# Excerpted data:
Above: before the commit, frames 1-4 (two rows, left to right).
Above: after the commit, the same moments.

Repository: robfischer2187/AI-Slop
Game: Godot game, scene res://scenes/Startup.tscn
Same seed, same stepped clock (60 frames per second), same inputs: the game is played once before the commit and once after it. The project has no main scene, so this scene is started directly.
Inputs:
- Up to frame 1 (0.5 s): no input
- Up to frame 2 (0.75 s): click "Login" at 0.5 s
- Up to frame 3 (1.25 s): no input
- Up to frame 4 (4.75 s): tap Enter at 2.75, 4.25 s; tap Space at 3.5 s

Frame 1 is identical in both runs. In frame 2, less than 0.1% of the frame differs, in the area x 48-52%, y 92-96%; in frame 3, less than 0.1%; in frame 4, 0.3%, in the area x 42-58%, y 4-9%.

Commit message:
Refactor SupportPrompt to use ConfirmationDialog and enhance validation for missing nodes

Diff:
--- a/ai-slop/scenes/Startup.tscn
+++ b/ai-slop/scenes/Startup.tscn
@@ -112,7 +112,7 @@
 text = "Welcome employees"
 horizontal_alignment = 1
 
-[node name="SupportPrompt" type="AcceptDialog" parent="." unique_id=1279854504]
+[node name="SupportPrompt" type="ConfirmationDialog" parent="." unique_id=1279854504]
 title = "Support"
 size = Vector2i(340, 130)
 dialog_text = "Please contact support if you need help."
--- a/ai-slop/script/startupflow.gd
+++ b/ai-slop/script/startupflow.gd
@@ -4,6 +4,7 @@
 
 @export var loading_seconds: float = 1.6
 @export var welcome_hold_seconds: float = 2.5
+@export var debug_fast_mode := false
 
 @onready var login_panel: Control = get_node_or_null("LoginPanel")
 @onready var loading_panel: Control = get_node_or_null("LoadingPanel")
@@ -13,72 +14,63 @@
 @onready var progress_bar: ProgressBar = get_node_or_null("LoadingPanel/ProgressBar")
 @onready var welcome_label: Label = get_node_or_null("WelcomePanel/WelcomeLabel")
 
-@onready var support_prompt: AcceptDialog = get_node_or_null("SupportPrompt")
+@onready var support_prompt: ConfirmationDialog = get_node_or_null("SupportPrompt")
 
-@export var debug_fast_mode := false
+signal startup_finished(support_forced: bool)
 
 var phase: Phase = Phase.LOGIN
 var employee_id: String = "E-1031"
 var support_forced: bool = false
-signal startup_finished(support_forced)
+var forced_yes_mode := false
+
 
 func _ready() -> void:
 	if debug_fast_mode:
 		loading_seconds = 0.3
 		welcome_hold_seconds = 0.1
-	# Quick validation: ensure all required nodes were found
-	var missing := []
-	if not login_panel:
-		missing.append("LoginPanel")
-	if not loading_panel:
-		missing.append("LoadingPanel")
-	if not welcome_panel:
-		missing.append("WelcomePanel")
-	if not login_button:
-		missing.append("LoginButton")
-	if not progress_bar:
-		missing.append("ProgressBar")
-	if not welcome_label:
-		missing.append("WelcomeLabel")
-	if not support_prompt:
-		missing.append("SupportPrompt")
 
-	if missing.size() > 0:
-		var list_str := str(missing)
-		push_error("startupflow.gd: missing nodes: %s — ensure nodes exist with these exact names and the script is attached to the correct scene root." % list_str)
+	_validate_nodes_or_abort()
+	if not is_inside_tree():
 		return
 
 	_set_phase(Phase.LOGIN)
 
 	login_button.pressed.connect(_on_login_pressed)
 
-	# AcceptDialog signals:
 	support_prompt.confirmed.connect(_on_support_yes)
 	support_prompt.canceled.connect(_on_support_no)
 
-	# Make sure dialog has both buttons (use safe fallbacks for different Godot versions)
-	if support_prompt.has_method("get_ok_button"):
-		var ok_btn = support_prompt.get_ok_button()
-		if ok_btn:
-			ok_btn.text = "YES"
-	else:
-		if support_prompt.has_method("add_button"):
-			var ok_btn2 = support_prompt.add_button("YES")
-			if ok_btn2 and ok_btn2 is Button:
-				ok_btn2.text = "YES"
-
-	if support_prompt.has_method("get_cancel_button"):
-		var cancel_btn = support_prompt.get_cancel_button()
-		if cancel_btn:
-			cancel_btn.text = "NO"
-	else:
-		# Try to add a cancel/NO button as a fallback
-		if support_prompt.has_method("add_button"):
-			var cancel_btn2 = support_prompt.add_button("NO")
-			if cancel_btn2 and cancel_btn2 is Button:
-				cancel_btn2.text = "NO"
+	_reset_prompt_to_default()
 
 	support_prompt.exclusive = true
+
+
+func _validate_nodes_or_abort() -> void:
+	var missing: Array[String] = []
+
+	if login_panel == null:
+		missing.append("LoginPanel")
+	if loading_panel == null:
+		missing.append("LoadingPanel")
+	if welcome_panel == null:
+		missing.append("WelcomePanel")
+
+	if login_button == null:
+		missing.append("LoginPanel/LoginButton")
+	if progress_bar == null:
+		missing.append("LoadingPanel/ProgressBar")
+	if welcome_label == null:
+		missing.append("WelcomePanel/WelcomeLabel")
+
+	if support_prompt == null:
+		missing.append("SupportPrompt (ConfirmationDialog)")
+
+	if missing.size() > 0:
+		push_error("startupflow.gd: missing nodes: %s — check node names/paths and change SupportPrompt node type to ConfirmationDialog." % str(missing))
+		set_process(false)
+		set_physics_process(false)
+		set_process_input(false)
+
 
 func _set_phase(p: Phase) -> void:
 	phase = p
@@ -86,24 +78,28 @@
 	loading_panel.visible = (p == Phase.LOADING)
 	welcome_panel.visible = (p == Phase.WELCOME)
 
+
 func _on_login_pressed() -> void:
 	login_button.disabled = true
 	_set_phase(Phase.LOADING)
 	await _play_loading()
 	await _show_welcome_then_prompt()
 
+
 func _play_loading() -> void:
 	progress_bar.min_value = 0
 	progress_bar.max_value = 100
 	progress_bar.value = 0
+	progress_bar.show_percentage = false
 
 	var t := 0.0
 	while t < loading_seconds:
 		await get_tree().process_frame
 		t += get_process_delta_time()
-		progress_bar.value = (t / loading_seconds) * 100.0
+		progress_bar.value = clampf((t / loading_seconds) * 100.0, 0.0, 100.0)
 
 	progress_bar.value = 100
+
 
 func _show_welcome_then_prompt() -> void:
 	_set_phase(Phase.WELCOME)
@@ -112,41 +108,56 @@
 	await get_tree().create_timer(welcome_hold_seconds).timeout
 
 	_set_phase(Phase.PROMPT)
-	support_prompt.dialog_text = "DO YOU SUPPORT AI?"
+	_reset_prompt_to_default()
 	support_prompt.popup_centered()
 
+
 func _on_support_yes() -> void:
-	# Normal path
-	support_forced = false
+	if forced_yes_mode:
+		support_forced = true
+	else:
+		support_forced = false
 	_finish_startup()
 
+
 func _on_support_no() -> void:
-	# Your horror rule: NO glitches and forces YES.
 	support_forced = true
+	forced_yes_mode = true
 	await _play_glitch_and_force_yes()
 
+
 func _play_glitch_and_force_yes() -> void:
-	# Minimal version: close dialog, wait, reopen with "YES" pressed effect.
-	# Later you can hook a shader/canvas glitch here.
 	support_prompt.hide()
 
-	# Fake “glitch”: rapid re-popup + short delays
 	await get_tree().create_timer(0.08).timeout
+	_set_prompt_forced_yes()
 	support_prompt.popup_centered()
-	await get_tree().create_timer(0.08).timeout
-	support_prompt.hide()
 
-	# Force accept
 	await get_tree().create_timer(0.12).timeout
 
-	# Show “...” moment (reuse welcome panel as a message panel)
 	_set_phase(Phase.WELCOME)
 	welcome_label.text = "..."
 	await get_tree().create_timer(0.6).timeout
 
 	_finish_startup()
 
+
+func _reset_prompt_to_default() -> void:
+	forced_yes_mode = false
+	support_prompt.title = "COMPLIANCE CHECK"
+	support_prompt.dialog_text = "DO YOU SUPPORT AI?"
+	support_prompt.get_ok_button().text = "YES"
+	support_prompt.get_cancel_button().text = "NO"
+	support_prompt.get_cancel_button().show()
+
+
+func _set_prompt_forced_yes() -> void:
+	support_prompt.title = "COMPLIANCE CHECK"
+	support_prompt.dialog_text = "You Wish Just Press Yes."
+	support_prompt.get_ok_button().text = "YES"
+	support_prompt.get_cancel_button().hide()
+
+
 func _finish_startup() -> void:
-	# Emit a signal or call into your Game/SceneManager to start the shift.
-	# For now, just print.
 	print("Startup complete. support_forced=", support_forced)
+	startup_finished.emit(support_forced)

# Task prompt:
Everything from the line containing "await get_tree().create_timer(0.6).timeout" through the last line above should be set down exactly; include no other lines.

# Response to this exercise:
 	await get_tree().create_timer(0.6).timeout
 
 	_finish_startup()
 
+
+func _reset_prompt_to_default() -> void:
+	forced_yes_mode = false
+	support_prompt.title = "COMPLIANCE CHECK"
+	support_prompt.dialog_text = "DO YOU SUPPORT AI?"
+	support_prompt.get_ok_button().text = "YES"
+	support_prompt.get_cancel_button().text = "NO"
+	support_prompt.get_cancel_button().show()
+
+
+func _set_prompt_forced_yes() -> void:
+	support_prompt.title = "COMPLIANCE CHECK"
+	support_prompt.dialog_text = "You Wish Just Press Yes."
+	support_prompt.get_ok_button().text = "YES"
+	support_prompt.get_cancel_button().hide()
+
+
 func _finish_startup() -> void:
-	# Emit a signal or call into your Game/SceneManager to start the shift.
-	# For now, just print.
 	print("Startup complete. support_forced=", support_forced)
+	startup_finished.emit(support_forced)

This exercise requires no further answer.